▶ _TASK DETAILS_
Filter the entries for lines with the word "player".

Records from a data collection:
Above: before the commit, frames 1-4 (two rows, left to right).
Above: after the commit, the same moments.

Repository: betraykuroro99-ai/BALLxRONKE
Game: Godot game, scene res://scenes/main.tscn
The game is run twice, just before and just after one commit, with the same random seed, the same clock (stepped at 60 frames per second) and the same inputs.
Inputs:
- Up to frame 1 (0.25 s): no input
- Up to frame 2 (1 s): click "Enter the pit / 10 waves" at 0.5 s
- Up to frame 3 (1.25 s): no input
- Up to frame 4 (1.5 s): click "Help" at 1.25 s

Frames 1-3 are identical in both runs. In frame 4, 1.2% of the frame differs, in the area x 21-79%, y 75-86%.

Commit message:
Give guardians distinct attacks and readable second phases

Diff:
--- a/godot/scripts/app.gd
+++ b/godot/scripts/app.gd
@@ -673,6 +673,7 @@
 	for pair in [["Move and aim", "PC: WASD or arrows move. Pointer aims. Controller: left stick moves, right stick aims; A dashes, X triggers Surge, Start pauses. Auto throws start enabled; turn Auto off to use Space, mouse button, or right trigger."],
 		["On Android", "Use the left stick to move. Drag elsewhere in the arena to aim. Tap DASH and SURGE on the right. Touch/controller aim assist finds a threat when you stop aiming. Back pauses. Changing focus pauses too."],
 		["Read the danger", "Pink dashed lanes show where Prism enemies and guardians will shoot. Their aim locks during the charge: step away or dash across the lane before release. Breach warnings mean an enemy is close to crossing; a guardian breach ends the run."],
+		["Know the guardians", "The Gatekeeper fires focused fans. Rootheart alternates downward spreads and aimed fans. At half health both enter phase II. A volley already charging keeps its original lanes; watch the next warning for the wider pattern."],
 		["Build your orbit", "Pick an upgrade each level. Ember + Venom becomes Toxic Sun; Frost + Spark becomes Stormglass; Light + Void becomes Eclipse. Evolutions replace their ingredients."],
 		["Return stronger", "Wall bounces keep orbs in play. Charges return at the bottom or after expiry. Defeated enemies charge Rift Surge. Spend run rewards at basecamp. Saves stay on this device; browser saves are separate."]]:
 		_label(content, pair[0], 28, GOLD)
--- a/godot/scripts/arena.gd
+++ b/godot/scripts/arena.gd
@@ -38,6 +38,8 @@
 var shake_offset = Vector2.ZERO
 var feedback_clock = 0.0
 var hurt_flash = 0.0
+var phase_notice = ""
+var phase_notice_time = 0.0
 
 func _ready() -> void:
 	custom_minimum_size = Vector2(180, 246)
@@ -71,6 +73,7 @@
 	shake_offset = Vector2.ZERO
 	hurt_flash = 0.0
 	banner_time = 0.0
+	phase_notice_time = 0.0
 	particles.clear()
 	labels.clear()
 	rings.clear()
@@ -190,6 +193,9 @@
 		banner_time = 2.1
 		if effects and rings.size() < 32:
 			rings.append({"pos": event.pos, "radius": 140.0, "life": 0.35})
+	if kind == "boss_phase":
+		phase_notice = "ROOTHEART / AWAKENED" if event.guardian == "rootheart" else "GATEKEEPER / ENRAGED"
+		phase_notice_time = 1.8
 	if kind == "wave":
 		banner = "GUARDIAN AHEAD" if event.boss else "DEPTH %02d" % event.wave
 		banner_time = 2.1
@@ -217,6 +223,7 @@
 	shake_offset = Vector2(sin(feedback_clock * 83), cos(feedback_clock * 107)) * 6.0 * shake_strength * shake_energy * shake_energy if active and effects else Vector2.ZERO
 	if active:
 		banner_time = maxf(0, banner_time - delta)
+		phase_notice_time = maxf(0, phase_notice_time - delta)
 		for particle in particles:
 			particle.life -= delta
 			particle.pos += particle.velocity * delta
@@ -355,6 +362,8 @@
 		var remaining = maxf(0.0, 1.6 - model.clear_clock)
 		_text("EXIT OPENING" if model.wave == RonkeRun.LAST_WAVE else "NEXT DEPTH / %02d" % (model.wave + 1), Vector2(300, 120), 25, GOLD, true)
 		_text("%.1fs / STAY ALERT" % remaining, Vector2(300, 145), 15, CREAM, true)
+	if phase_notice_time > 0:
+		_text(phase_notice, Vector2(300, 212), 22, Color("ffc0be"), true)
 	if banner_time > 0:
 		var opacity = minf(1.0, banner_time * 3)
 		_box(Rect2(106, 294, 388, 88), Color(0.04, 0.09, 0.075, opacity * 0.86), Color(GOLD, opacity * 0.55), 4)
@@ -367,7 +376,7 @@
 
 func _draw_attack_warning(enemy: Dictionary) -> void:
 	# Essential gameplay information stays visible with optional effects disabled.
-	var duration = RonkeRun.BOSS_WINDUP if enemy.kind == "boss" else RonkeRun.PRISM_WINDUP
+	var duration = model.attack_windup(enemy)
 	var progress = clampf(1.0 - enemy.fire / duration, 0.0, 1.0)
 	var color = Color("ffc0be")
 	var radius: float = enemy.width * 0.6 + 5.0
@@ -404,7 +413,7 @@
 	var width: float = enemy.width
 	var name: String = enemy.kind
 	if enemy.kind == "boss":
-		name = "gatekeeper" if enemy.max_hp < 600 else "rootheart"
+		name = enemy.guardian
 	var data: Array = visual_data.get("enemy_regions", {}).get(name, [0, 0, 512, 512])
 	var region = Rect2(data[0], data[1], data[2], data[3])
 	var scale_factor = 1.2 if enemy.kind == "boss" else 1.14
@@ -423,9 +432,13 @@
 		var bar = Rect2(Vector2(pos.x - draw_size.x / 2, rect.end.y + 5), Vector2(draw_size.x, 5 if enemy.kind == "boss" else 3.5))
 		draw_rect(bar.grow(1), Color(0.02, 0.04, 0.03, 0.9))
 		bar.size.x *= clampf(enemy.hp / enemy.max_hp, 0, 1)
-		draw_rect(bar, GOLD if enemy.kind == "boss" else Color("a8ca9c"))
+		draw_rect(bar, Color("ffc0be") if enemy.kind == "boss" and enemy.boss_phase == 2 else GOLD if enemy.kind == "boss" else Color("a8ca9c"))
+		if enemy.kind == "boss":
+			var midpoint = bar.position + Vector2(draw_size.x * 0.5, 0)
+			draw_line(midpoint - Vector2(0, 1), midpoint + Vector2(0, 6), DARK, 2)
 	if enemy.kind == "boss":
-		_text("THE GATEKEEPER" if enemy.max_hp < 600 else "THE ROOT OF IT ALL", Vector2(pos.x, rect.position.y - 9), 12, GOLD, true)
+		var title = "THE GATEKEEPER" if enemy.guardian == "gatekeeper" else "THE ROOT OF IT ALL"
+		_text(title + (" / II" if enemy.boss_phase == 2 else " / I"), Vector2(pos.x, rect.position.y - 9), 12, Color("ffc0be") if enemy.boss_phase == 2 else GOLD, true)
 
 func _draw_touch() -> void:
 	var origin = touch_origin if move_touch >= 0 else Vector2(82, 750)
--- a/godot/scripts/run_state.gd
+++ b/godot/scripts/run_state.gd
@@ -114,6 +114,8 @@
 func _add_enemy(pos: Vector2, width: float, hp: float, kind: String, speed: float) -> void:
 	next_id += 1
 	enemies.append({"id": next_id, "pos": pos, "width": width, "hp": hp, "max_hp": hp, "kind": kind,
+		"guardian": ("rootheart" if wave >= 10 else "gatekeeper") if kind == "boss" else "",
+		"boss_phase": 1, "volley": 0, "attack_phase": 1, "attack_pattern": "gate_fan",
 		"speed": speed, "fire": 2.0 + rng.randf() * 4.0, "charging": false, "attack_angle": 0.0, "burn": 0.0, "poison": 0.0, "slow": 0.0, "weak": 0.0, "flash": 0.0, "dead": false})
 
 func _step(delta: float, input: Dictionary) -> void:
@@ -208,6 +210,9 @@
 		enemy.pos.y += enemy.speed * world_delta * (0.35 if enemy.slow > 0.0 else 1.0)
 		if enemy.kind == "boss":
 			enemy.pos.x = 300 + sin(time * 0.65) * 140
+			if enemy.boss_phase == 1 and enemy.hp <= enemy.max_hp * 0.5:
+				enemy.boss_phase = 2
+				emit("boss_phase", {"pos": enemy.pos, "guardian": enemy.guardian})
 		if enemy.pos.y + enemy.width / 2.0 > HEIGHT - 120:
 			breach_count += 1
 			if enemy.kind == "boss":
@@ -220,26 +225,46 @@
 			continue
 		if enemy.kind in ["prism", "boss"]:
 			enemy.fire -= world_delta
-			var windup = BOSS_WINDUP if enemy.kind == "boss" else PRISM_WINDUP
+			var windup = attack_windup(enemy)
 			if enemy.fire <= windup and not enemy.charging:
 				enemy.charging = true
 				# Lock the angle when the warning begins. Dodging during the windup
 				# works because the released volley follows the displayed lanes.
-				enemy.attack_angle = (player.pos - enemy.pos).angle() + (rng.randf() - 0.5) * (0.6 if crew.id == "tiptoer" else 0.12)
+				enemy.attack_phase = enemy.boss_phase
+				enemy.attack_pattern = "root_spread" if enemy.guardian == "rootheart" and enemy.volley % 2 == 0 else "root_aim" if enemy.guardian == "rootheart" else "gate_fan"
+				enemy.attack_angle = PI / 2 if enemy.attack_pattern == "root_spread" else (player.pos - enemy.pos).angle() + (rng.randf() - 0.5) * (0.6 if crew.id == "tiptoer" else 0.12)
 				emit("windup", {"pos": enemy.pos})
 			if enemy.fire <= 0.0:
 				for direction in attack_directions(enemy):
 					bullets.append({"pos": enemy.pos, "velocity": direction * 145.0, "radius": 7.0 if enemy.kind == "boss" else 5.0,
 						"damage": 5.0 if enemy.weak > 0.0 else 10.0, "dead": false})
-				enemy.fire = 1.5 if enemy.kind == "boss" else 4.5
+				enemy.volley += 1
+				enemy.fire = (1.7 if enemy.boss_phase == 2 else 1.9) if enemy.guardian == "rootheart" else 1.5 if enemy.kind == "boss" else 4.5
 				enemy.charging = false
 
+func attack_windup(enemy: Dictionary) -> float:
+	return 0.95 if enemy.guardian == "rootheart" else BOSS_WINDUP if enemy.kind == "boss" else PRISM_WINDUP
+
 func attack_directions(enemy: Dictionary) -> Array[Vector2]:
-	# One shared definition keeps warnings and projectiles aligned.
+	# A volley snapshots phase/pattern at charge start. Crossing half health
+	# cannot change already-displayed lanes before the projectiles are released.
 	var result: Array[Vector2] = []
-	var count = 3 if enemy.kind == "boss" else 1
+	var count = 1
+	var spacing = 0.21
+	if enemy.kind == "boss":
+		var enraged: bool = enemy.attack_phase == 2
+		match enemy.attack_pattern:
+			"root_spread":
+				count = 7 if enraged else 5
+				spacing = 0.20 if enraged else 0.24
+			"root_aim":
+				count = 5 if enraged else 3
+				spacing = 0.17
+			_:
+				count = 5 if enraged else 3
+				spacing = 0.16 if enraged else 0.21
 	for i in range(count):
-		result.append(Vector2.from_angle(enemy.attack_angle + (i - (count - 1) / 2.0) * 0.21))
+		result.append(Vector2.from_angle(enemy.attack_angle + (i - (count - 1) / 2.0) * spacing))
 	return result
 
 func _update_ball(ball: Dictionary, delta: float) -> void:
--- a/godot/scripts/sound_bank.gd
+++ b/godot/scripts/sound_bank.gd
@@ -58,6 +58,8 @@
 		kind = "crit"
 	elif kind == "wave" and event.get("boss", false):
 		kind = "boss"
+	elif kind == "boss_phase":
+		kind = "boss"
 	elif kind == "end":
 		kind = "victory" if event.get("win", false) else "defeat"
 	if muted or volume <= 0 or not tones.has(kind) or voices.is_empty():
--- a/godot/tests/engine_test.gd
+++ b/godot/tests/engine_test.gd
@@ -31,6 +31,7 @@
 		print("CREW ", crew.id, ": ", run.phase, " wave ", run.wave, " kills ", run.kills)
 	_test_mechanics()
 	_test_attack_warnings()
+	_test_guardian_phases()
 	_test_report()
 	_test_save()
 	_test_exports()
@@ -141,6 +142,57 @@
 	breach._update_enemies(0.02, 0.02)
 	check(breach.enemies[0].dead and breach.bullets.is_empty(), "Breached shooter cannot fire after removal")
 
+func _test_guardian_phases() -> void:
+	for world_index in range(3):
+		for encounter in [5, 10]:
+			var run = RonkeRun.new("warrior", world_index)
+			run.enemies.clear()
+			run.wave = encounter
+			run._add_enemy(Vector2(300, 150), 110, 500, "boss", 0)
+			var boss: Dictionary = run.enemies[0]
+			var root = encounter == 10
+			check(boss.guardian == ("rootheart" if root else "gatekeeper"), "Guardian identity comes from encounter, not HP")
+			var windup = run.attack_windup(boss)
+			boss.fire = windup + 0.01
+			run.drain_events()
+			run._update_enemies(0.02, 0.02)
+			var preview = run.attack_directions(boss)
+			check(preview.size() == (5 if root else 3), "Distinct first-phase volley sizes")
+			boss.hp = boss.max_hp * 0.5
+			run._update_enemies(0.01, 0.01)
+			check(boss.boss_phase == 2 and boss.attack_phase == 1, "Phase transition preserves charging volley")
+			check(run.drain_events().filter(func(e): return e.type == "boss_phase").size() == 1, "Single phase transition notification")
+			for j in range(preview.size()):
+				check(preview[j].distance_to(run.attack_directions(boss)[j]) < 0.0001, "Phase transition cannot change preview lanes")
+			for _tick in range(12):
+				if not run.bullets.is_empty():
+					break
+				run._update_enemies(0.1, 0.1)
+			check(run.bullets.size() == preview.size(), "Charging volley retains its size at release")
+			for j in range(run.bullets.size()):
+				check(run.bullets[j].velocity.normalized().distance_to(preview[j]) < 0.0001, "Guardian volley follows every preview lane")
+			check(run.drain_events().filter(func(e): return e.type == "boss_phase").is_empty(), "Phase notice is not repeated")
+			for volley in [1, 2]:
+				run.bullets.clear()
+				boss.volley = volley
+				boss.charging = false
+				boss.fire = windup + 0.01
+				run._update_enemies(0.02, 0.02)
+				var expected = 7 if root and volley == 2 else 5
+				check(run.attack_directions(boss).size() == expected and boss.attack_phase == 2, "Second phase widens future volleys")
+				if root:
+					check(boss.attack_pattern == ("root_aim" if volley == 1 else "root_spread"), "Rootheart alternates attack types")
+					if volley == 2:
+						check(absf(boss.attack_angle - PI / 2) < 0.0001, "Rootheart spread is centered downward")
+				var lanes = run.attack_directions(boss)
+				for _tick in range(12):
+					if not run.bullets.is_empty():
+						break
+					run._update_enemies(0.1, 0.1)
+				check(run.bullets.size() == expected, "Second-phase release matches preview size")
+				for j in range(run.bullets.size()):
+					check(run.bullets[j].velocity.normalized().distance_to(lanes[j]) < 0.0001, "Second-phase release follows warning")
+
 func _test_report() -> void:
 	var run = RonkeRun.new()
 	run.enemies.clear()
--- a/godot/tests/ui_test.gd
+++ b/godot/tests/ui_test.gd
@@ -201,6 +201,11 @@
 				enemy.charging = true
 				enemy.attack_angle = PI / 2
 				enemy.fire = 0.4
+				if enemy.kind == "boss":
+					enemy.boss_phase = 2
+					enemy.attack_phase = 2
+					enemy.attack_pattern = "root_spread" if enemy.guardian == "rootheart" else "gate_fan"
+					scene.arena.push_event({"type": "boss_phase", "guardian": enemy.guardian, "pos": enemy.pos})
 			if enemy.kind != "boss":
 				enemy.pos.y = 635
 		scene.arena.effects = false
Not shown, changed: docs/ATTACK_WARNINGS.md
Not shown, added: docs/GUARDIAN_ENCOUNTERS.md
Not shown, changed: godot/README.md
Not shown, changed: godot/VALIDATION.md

▶ _SOLVED PROBLEM_
-				enemy.attack_angle = (player.pos - enemy.pos).angle() + (rng.randf() - 0.5) * (0.6 if crew.id == "tiptoer" else 0.12)
+				enemy.attack_angle = PI / 2 if enemy.attack_pattern == "root_spread" else (player.pos - enemy.pos).angle() + (rng.randf() - 0.5) * (0.6 if crew.id == "tiptoer" else 0.12)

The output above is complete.